第2話
支度を整えて、自室を出た。
王の補佐官であるロシェル・グヴェンは、外遊で王宮を留守にしている王妃の代わりに公務を代行している為、今日も様々なことを抜かりなくやらねばならなかった。
「ロシェル」
廊下を歩いていると、呼び止められた。
「殿下」
見遣ると、階上から王太子ジィナイースが下りて来る。
珍しく彼はすでに支度を整えていた。
こんな夜も明けない内から、彼を見ることは非常に珍しいことだ。
「おはよう。少し、いいか」
「どうなされました?」
あまり時間は無かったが、ロシェルは足を止め、きちんと一礼をする。
「こんな時間にすまない。お前は多忙だから、呼び止める間がなくて」
「いえ……」
「唐突で悪いんだが、母上からスペイン艦隊について、何か聞いているか?」
「スペイン艦隊について……ですか?」
「例えば、あいつらをどういう風にこれから扱っていくかとか」
政には全く興味を示さない王太子だったので、ロシェルは一瞬何を聞かれたのか分からなかった。
「聖騎士団を任せる人物についてでしょうか?」
「うん、まあ……」
「いえ。明確にはまだ何も決めておられないようなので、私は何も存じません。
現在フランス艦隊の総司令官ラファエル・イーシャ殿は外遊に同行されていますが、妃殿下の信頼は三国随一と言えますが、聖騎士団団長となると任務は国防になります。あくまでも私の印象、ではありますが――、妃殿下はラファエル殿にはもっと多岐に渡る働きを期待していらっしゃる気もしています。

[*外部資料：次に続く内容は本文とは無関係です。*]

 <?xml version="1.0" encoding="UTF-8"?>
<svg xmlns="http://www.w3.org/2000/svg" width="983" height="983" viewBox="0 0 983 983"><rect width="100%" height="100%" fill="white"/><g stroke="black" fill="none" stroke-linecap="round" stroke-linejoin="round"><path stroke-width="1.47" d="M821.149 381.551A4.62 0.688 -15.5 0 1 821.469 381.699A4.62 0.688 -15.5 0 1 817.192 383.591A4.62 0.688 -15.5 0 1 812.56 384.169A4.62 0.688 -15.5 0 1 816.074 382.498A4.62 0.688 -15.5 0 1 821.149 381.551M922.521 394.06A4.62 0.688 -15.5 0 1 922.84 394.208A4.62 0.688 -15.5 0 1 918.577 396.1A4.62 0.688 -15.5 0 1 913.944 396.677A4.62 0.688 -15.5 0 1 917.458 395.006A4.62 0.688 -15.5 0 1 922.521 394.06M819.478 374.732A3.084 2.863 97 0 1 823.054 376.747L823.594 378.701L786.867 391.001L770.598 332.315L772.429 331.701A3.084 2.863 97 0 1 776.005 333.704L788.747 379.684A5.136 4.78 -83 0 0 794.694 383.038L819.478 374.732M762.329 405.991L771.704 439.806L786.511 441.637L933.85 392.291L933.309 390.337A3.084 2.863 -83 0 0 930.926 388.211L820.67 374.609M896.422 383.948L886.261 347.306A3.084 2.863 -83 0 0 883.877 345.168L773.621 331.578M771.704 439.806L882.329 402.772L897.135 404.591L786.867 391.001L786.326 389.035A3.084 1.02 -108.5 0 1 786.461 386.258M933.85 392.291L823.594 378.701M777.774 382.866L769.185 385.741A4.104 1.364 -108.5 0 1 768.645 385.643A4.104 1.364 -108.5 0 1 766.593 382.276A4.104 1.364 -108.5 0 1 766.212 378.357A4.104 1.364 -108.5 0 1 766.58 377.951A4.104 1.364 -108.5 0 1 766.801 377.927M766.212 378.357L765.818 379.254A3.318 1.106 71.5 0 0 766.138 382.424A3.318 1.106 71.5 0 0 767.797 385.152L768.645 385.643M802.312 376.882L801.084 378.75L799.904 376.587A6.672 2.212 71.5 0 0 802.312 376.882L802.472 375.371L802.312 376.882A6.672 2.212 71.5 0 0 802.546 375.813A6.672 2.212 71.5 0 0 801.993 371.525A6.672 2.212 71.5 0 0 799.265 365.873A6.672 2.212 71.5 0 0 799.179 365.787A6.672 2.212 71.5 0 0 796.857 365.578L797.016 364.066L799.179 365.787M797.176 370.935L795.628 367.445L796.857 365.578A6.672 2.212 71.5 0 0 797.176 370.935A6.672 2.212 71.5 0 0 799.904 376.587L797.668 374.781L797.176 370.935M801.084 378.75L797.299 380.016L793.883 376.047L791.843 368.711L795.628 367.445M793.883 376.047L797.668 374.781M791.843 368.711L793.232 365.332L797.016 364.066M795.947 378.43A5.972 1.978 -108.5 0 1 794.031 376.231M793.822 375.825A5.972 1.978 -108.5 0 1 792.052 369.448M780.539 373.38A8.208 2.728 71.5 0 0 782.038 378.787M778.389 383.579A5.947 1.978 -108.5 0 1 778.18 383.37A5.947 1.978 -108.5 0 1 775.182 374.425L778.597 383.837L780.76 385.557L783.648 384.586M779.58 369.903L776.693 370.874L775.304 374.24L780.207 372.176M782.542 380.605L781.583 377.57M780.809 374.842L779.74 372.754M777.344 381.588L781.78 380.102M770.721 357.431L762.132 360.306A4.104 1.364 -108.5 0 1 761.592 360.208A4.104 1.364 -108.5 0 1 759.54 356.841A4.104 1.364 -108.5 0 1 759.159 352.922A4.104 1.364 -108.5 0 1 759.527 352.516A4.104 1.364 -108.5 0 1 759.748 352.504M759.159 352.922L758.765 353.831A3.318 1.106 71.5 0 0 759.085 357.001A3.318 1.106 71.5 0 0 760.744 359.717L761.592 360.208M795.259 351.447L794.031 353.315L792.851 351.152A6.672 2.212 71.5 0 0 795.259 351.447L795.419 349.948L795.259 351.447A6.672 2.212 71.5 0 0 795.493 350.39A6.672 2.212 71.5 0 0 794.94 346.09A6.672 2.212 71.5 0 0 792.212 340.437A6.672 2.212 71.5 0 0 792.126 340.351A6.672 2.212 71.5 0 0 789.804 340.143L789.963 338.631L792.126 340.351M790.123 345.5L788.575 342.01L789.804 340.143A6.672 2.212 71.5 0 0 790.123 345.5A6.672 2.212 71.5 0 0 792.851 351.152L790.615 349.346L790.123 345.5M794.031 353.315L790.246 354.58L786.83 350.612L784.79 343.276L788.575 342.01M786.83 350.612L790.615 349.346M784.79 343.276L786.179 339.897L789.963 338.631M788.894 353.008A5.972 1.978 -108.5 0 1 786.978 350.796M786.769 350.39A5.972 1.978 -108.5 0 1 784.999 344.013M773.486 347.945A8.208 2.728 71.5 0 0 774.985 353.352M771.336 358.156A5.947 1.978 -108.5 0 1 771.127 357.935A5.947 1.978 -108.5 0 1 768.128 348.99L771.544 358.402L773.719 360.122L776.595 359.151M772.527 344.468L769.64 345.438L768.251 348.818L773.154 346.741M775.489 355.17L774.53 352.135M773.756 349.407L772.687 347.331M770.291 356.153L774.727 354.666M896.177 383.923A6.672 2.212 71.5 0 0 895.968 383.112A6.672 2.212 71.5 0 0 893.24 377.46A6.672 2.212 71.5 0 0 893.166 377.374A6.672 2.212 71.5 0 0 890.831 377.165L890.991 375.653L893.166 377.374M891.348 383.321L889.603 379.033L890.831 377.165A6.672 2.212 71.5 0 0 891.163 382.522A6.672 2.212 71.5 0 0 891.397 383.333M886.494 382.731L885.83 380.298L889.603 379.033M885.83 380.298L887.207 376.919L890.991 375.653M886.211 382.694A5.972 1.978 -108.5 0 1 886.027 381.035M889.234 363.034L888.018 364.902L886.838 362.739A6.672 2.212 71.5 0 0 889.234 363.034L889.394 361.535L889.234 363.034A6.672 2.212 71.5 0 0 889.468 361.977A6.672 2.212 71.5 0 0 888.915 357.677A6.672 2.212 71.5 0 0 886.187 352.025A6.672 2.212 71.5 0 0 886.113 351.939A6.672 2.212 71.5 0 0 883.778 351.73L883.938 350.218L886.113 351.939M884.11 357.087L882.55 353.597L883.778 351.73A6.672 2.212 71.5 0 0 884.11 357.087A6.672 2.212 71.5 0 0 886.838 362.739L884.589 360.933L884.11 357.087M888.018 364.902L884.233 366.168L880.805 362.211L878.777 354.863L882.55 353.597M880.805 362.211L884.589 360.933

王妃の実質的な補佐官のような、特別な位をお与えになるかも。
神聖ローマ帝国については、命じている海賊退治、拿捕の作戦を達成するかどうかが鍵になります。その任務を無事に果たした場合、本格的に彼らを国防に使っていく可能性はあるかもしれません」
「竜騎兵団団長が聖騎士団団長になる可能性も、低くはないんだな」
「そう思いますが。竜騎兵団は使う使わないに関わりなく、妃殿下の手中に収めておけば、何かの折に切り札として使うことも出来ましょう。ですから、ヴェネトに留め置く可能性は高いと思われます」
「スペイン艦隊は?」
「スペイン艦隊のイアン・エルスバトは新設された近衛団の編成に関わりました。
流れで言うならば、このまま彼が聖騎士団団長に就任することが一番違和感ないとは思いますが」
「そうか……」
王太子はそれを聞くと、少し安堵したような表情を浮かべた。
ロシェルはその表情から、おおよそのことを読み取る。
王太子ジィナイース・テラはあまり誰にも心を開かない青年だったが、あのスペイン艦隊総司令官には何故か懐いているようなのだ。彼が剣術指南役に付いてから、かつてないほど真剣に剣術の勉強はしていると報告を受けている。
それだけではなく、王立劇場などに出向く時も時折帯同させているので、相当人柄を気に入っているのだろうと思う。
今のところ、ロシェルは王妃セルピナにはそのあたりのことを、特別な報告としては上げていない。あくまでも剣術には真面目に取り組んでいるようだとだけ言ってある。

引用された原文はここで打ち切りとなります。